It’s Official – I am over Winter (2/11/2014)
I’ve been positive all Winter. Frankly, I’ve been proud JR and I are making it through our first Montana winter, a winter that has seen more extremes than a normal winter (so we are told). My record-keeping shows 120 inches of snow thus far, and I underestimate every time. But yesterday I said “enough already.” You can’t rely on the forecasts. And the wind, oh my goodness, the wind. Peace be with you if you need to be somewhere at a certain time.

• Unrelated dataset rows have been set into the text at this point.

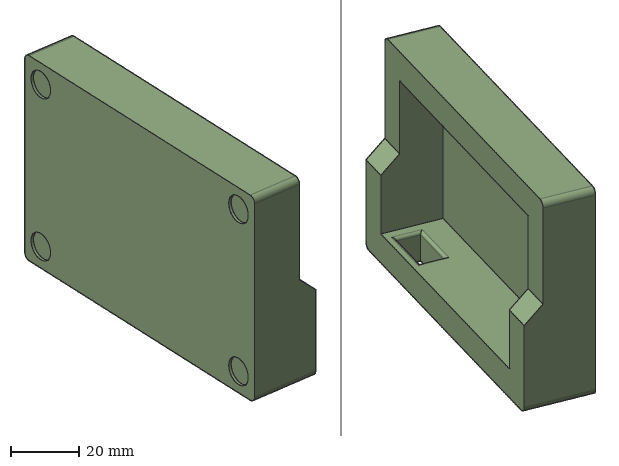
import cadquery as cq

width = 105.8
depth = 23.3
height = 70.5
corner_radius = 2.0

step_depth = 6.1
upper_depth = depth - step_depth
shoulder_top = 0.4
shoulder_drop = 5.7

wall = 9.9
floor = 3.0

slot_center_x = 30.9
slot_width = 16.0
slot_height = 8.0
slot_top = 20.3
slot_rounding = 1.0

foot_diameter = 9.0
foot_recess = 1.0
foot_inset = 7.4


def stepped_box():
    """Box with rounded corners and a sloped step from the deep to the shallow part."""
    box = (
        cq.Workplane("XY")
        .box(width, depth, height, centered=(True, False, True))
        .edges("|Y")
        .fillet(corner_radius)
    )
    step = (
        cq.Workplane("YZ")
        .moveTo(depth, shoulder_top - shoulder_drop)
        .lineTo(upper_depth, shoulder_top)
        .lineTo(upper_depth, height / 2)
        .lineTo(depth, height / 2)
        .close()
        .extrude(width / 2, both=True)
    )
    return box.cut(step)


def cavity():
    """Rectangular pocket that leaves an even wall and a thin floor."""
    return cq.Workplane("XY").box(
        width - 2 * wall, depth - floor, height - 2 * wall, centered=(True, False, True)
    ).translate((0, floor, 0))


def slot():
    """Rectangular opening from the lower outer face into the cavity."""
    return (
        cq.Workplane("XY", origin=(slot_center_x, slot_top - slot_height / 2, -height / 2))
        .rect(slot_width, slot_height)
        .extrude(wall)
    )


def round_slot_mouth(body):
    """Round over the edges of the slot where it meets the cavity."""
    inner_face = -height / 2 + wall
    center_y = slot_top - slot_height / 2
    reach = slot_rounding / 2
    mouth = cq.selectors.BoxSelector(
        (slot_center_x - slot_width / 2 - reach, center_y - slot_height / 2 - reach, inner_face - reach),
        (slot_center_x + slot_width / 2 + reach, center_y + slot_height / 2 + reach, inner_face + reach),
    )
    return body.edges(mouth).fillet(slot_rounding)


def foot_recesses():
    """One shallow disc at each corner of the floor's outer face."""
    return (
        cq.Workplane("XZ")
        .rect(width - 2 * foot_inset, height - 2 * foot_inset, forConstruction=True)
        .vertices()
        .circle(foot_diameter / 2)
        .extrude(-foot_recess)
    )


case = stepped_box().cut(cavity()).cut(slot()).cut(foot_recesses())
result = round_slot_mouth(case)

Last week, I checked the weather so I could take half a day off to make a Billings run. I chose Tuesday. Background: Our neighbor is out of town and JR has been plowing every day, multiple times a day, for a week (again). While he is trying to work. Uh huh. At 10:30am, I noticed our neighbor’s sedan was off his road and saw a red jacket walking our way. He shows up at our door needing JR to pull him out and plow his road. Mind you, it had not snowed anymore. The wind was causing everything to drift. Earlier that morning, I had been concerned about the road and I was only returning from feeding horses, and I was in 4WD. Frankly, I don’t know how the neighbor made it as far as he did. Luckily, JR and the neighbor were able to get to the plow and spent the next hour getting the sedan pulled out. Then, JR plowed again. And again, and again over the next four hours. While trying to work. During this time, our neighbor was driving home from the airport and called JR and JR called me to tell me how bad the road home was. “Road is covered. Passed at least twelve cars that had slid off the road.” The neighbor got home and plowed the road again… and again.
Instead of finishing my errands in Billings, I figured I’d better head home. It was 5pm and going to be dark soon. I didn’t get it – it was 46 degrees and sunny in Billings, and the highway was completely dry.
The side streets were a slushy mess, but not dangerous. I closely watched the temp on the car. By the time I got to Laurel, the temperature was 35 degrees. Uh oh, I thought. Better keep an eye on road conditions. It’s going to start freezing up. Except, the road was completely dry! “What the heck,” I thought. I could have gone to Sam’s and then picked up some Italian for dinner! All the way through Joliet, I was mad. “What do they think I am, some kind of idiot that can’t drive on dry roads at dusk?” Quickly, I understood. As soon as I passed the rest area outside of Roberts, the road went from completely dry to completely covered. Let’s say “thanks” for the distance I was leaving between me and the car ahead of me. I thank the deer for that. I’d already stopped three times for deer crossings.
I was careful the rest of the way home and was so happy to turn on our road. “Hmmm,” I thought. “I could have sworn JR told me he plowed when I was leaving Billings.” I continued on, thinking it must be fine if JR said he plowed. At the crest of the hill I stopped and put the car in 4WD, just to be safe. Then, as I crossed the second cattle guard, I thought whoa. Have you ever seen the movie “Clue?” “The car is scared.” I can’t rightfully say the Jeep was scared – I’m sure Jeep wouldn’t like that. It was me. But, again, I thought, “JR plowed. You can do this. Drive in the last visible tracks.” Those were hard to find. I made it to our driveway, turned in.
It was at this point I understood the challenges for the day were not yet done. Down the road, at the turn that always get me, JR’s truck was off the side. The plow truck was there and they were in the midst of pulling JR’s truck out. No matter, it’s not like I could have gone any further anyway. This was what I saw
That is a car’s width of “road” (I wasn’t sure if it was actually road, or the pasture made into a road by a truck with chains). It was impossible to tell. The snow – that is waist high snow. I waited for someone to come get me. NO WAY was I backing myself up again. I knew that would probably end badly and it looked like the guys didn’t need any more work!
Hank plowed to the house and brought JR out to me to back me up, let Hank out, and drive us home. As my Granny would have said, “Good night Irene.” I’m done.
Spring, where are you? Please come, and let Winter be gone with the wind.